Assignment>
Scan the material below and copy every line holding the word "scale".

Data extract>
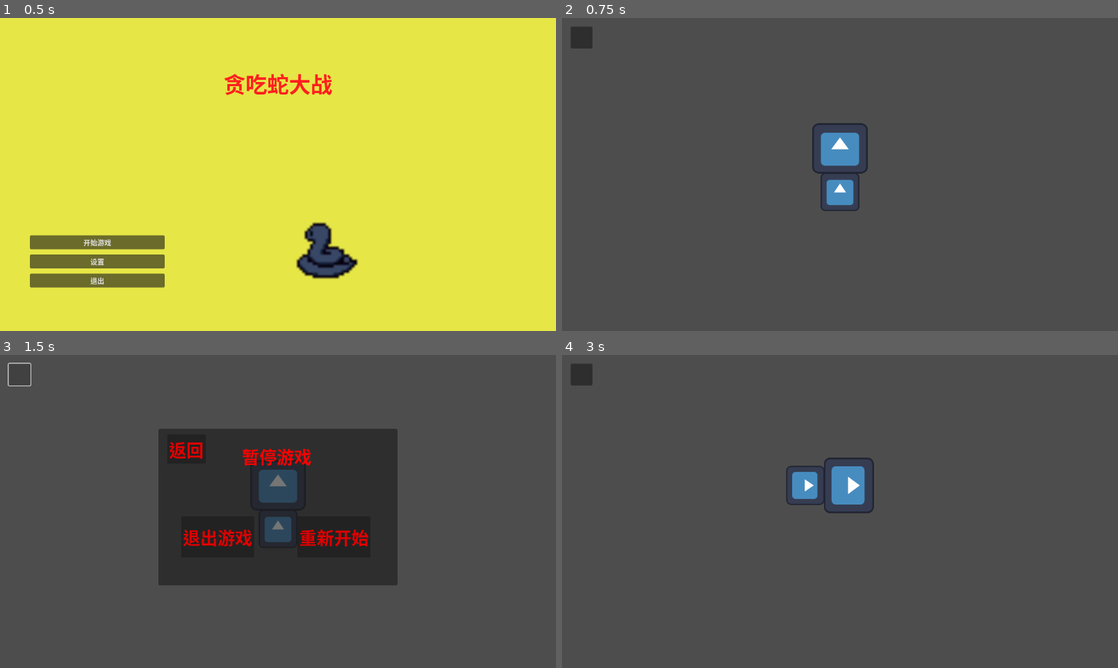
Above: before the commit, frames 1-4 (two rows, left to right).
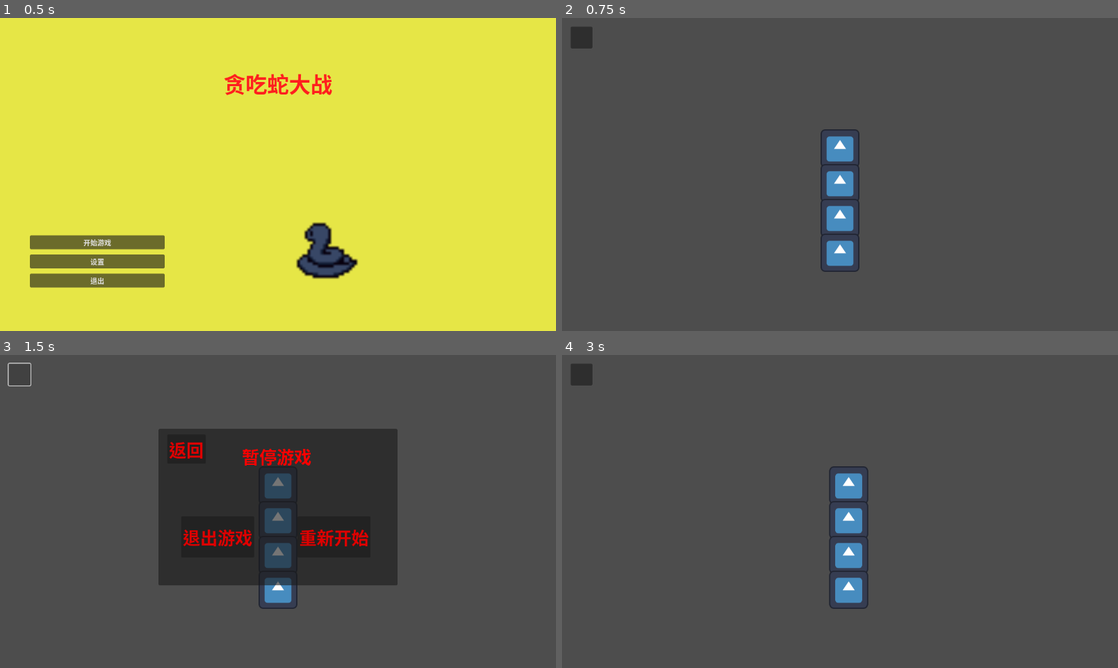
Above: after the commit, the same moments.

Repository: ShenYh98/greedy-snake
Game: Godot game, scene res://StartScreen/StartScreen.tscn
The game is run twice, just before and just after one commit, with the same random seed, the same clock (stepped at 60 frames per second) and the same inputs. The engine's default icon, where the game draws it, is replaced by a stand-in: a white triangle on a blue panel in a dark square.
Inputs (mouse positions are in pixels of both pictures, inside the frame that each line leads up to):
- Up to frame 1 (0.5 s): no input
- Up to frame 2 (0.75 s): click "开始游戏" at 0.5 s
- Up to frame 3 (1.5 s): click (22, 373) at 1.25 s
- Up to frame 4 (3 s): click "重新开始" at 2 s; tap Enter at 2.75 s; hold Right (right) from 2.78 s (still down)

Frame 1 is identical in both runs. In frame 2, 2.0% of the frame differs, in the area x 45-55%, y 33-82%; in frame 3, 1.5%; in frame 4, 2.6%, in the area x 40-57%, y 32-82%.

Commit message:
较大改动

Diff:
--- a/MainGame/SnakeCtrl.tscn
+++ b/MainGame/SnakeCtrl.tscn
@@ -1,7 +1,7 @@
 [gd_scene load_steps=3 format=3 uid="uid://cqt4y8o4nvv83"]
 
 [ext_resource type="Script" uid="uid://dv5ctb47in4g6" path="res://MainGame/snake_ctrl.gd" id="1_c3hy1"]
-[ext_resource type="PackedScene" uid="uid://cl7kw065e7wme" path="res://MainGame/snake.tscn" id="1_y3f7f"]
+[ext_resource type="PackedScene" uid="uid://cl7kw065e7wme" path="res://MainGame/snake/snake.tscn" id="1_y3f7f"]
 
 [node name="SnakeCtrl" type="Control"]
 layout_mode = 3
--- a/MainGame/main_game.gd
+++ b/MainGame/main_game.gd
@@ -35,13 +35,15 @@
 	print("重新开始游戏")
 	gameOverPanel.visible = false
 	gamePausePanel.visible = false
-	snakeCtrl.snake.position = Vector2.ZERO
+	snakeCtrl.snake.snakeBody.position = Vector2.ZERO
 	snakeCtrl.signal_move.emit(true)
 	gameState = STATE.RUN
 
 
 func _ready() -> void:
 	print("main game is ready")
+
+
 	snakeCtrl.position = Vector2(640, 300) # 控制器位置
 	gameOverPanel.position = Vector2(365, 170)
 	gameOverPanel.visible = false
@@ -85,13 +87,12 @@
 
 func _process(_delta: float) -> void:
 	if gameState ==  STATE.RUN:
-		# 蛇的位置相对于控制器是(0, 0)，要做偏移
-		if snakeCtrl.snake.position.x + 640 < 65 || snakeCtrl.snake.position.x + 640 > 1215 :
+		if snakeCtrl.snake.snakeBody.position.x + 640 < 65 || snakeCtrl.snake.snakeBody.position.x + 640 > 1215 :
 			snakeCtrl.signal_move.emit(false)
 			gameOverPanel.visible = true
 			gameState = STATE.OVER
 			print("Game Over!!!")
-		elif snakeCtrl.snake.position.y + 300 < 60 || snakeCtrl.snake.position.y + 300 > 665 :
+		elif snakeCtrl.snake.snakeBody.position.y + 300 < 60 || snakeCtrl.snake.snakeBody.position.y + 300 > 665 :
 			snakeCtrl.signal_move.emit(false)
 			gameOverPanel.visible = true
 			gameState = STATE.OVER
--- a/MainGame/snake.gd
+++ /dev/null
@@ -1,57 +0,0 @@
-extends CharacterBody2D
-
-@onready var snakeHead = $Head
-@onready var snakeBody = $Body
-
-var direction_in = Vector2.ZERO
-var direction_cur = Vector2.ZERO
-@export var is_move : bool
-
-
-# 蛇前后左右移动
-func body_orientation(event: InputEvent) -> void:
-	if event is InputEventKey:
-		if event.pressed and event.keycode == KEY_D || event.keycode == KEY_RIGHT:
-			snakeHead.rotation = deg_to_rad(90)
-			snakeBody.rotation = deg_to_rad(90)
-			snakeBody.position = Vector2(snakeHead.position.x - 100, snakeHead.position.y)
-		if event.pressed and event.keycode == KEY_S || event.keycode == KEY_DOWN:
-			snakeHead.rotation = deg_to_rad(180)
-			snakeBody.rotation = deg_to_rad(180)
-			snakeBody.position = Vector2(snakeHead.position.x, snakeHead.position.y - 100)
-		if event.pressed and event.keycode == KEY_A || event.keycode == KEY_LEFT:
-			snakeHead.rotation = deg_to_rad(270)
-			snakeBody.rotation = deg_to_rad(270)
-			snakeBody.position = Vector2(snakeHead.position.x + 100, snakeHead.position.y)
-		if event.pressed and event.keycode == KEY_W || event.keycode == KEY_UP:
-			snakeHead.rotation = deg_to_rad(360)
-			snakeBody.rotation = deg_to_rad(360)
-			snakeBody.position = Vector2(snakeHead.position.x, snakeHead.position.y + 100)
-
-
-func _move(value) -> void:
-	is_move = value
-
-
-# 获取键盘信息
-func _input(event: InputEvent) -> void:
-	if is_move:
-		body_orientation(event)
-
-
-func _ready() -> void:
-	print("snake sprite is ready")
-	is_move = true
-
-
-func _process(delta: float) -> void:
-	if is_move:
-		if direction_in != Vector2.ZERO:
-			direction_cur = direction_in
-			position += direction_cur * 100 * delta
-			velocity = direction_cur * 100 * delta # 碰撞体参数
-		else:
-			position += direction_cur * 100 * delta
-			velocity = direction_cur * 100 * delta # 碰撞体参数
-
-		move_and_slide()
--- a/MainGame/snake.tscn
+++ /dev/null
@@ -1,31 +0,0 @@
-[gd_scene load_steps=5 format=3 uid="uid://cl7kw065e7wme"]
-
-[ext_resource type="Script" uid="uid://btf0l6x6pyfvb" path="res://MainGame/snake.gd" id="1_j62vj"]
-[ext_resource type="Texture2D" uid="uid://d2mktk3b3jeg8" path="res://MainGame/icon.svg" id="1_nis52"]
-
-[sub_resource type="CircleShape2D" id="CircleShape2D_femrx"]
-radius = 44.922153
-
-[sub_resource type="CircleShape2D" id="CircleShape2D_j62vj"]
-radius = 63.03174
-
-[node name="Snake" type="CharacterBody2D"]
-script = ExtResource("1_j62vj")
-
-[node name="Head" type="Sprite2D" parent="."]
-scale = Vector2(1, 0.903)
-texture = ExtResource("1_nis52")
-
-[node name="Body" type="Sprite2D" parent="."]
-position = Vector2(0, 100.00001)
-scale = Vector2(0.7, 0.689)
-texture = ExtResource("1_nis52")
-
-[node name="BodyCollisionShape" type="CollisionShape2D" parent="."]
-position = Vector2(0, 100)
-shape = SubResource("CircleShape2D_femrx")
-debug_color = Color(0.25766706, 0.60301304, 0.55937845, 0.41960785)
-
-[node name="HeadCollisionShape" type="CollisionShape2D" parent="."]
-shape = SubResource("CircleShape2D_j62vj")
-debug_color = Color(0.9217859, 0.22814307, 0.41742313, 0.41960785)
--- /dev/null
+++ b/MainGame/snake/SnakeBody.tscn
@@ -0,0 +1,16 @@
+[gd_scene load_steps=3 format=3 uid="uid://b8lsj2wmevxbh"]
+
+[ext_resource type="Texture2D" uid="uid://d2mktk3b3jeg8" path="res://MainGame/icon.svg" id="1_on0l8"]
+
+[sub_resource type="CircleShape2D" id="CircleShape2D_t8rck"]
+radius = 44.922153
+
+[node name="SnakeBody" type="CharacterBody2D"]
+
+[node name="Body" type="Sprite2D" parent="."]
+scale = Vector2(0.7, 0.689)
+texture = ExtResource("1_on0l8")
+
+[node name="BodyCollisionShape" type="CollisionShape2D" parent="."]
+shape = SubResource("CircleShape2D_t8rck")
+debug_color = Color(0.25766706, 0.60301304, 0.55937845, 0.41960785)
--- /dev/null
+++ b/MainGame/snake/snake.gd
@@ -0,0 +1,96 @@
+extends CharacterBody2D
+
+@onready var snakeBody = $SnakeBody
+
+var direction_in = Vector2.ZERO
+var direction_cur = Vector2.ZERO
+@export var is_move : bool
+enum DFLAG {LEFT, RIGHT, UP, DOWN}
+@export var directionFlag : DFLAG
+@export var speed : float = 100.0
+var body_parts: Array
+var body_direction: Array
+
+# 蛇前后左右移动
+func body_orientation(event: InputEvent) -> void:
+	if event is InputEventKey:
+		if event.pressed and event.keycode == KEY_D || event.keycode == KEY_RIGHT:
+			directionFlag = DFLAG.RIGHT
+		if event.pressed and event.keycode == KEY_S || event.keycode == KEY_DOWN:
+			directionFlag = DFLAG.DOWN
+		if event.pressed and event.keycode == KEY_A || event.keycode == KEY_LEFT:
+			directionFlag = DFLAG.LEFT
+		if event.pressed and event.keycode == KEY_W || event.keycode == KEY_UP:
+			directionFlag = DFLAG.UP
+
+
+func turn_direction(curPos: Vector2, pos: Vector2, direction: DFLAG) -> bool:
+	if curPos.distance_to(pos) < 1.0:
+		print("到达： ", pos, " 方向： ", direction)
+		if direction == DFLAG.RIGHT:
+			return true
+		elif direction == DFLAG.LEFT:
+			return true
+		elif direction == DFLAG.DOWN:
+			return true
+		elif direction == DFLAG.UP:
+			return true
+
+	return false
+
+
+# 新增蛇身
+func _add_body() -> void:
+	if body_parts.is_empty():
+		body_parts.push_back(snakeBody)
+		body_direction.push_back(Vector2.DOWN);
+	else:
+		var NewBody = preload("res://MainGame/snake/SnakeBody.tscn")
+		var newBody = NewBody.instantiate()
+
+		var last_part_pos = body_parts[-1].position
+		newBody.position = last_part_pos + Vector2(0, 80)
+
+		add_child(newBody)
+		body_parts.push_back(newBody)
+		body_direction.push_back(Vector2.DOWN);
+
+
+func _move(value) -> void:
+	is_move = value
+
+
+# 获取键盘信息
+func _input(event: InputEvent) -> void:
+	if is_move:
+		body_orientation(event)
+
+
+func _ready() -> void:
+	print("snake sprite is ready")
+	is_move = true
+
+	for i in range(4):
+		_add_body()
+
+
+func _process(delta: float) -> void:
+	if is_move:
+		if direction_in != Vector2.ZERO:
+			direction_cur = direction_in
+
+		for i in range(body_parts.size()):
+			body_parts[i].position += direction_cur * speed * delta
+			#body_parts[i].position += body_direction[i] * speed * delta
+
+			#if turn_direction(body_parts[i].position, Vector2(0, 300), DFLAG.RIGHT):
+				#body_direction[i] = Vector2.RIGHT
+			#if turn_direction(body_parts[i].position, Vector2(100, 300), DFLAG.UP):
+				#body_direction[i] = Vector2.UP
+			#if turn_direction(body_parts[i].position, Vector2(100, 0), DFLAG.LEFT):
+				#body_direction[i] = Vector2.LEFT
+			#if turn_direction(body_parts[i].position, Vector2(0, 0), DFLAG.DOWN):
+				#body_direction[i] = Vector2.DOWN
+
+		#velocity = direction_cur * 100 * delta # 碰撞体参数
+		#move_and_slide()
--- /dev/null
+++ b/MainGame/snake/snake.tscn
@@ -0,0 +1,9 @@
+[gd_scene load_steps=3 format=3 uid="uid://cl7kw065e7wme"]
+
+[ext_resource type="Script" uid="uid://btf0l6x6pyfvb" path="res://MainGame/snake/snake.gd" id="1_q5ohc"]
+[ext_resource type="PackedScene" uid="uid://b8lsj2wmevxbh" path="res://MainGame/snake/SnakeBody.tscn" id="3_u1jyk"]
+
+[node name="Snake" type="CharacterBody2D"]
+script = ExtResource("1_q5ohc")
+
+[node name="SnakeBody" parent="." instance=ExtResource("3_u1jyk")]
Renamed: MainGame/snake.gd.uid -> MainGame/snake/snake.gd.uid

Solution below>
-scale = Vector2(1, 0.903)
-scale = Vector2(0.7, 0.689)
+scale = Vector2(0.7, 0.689)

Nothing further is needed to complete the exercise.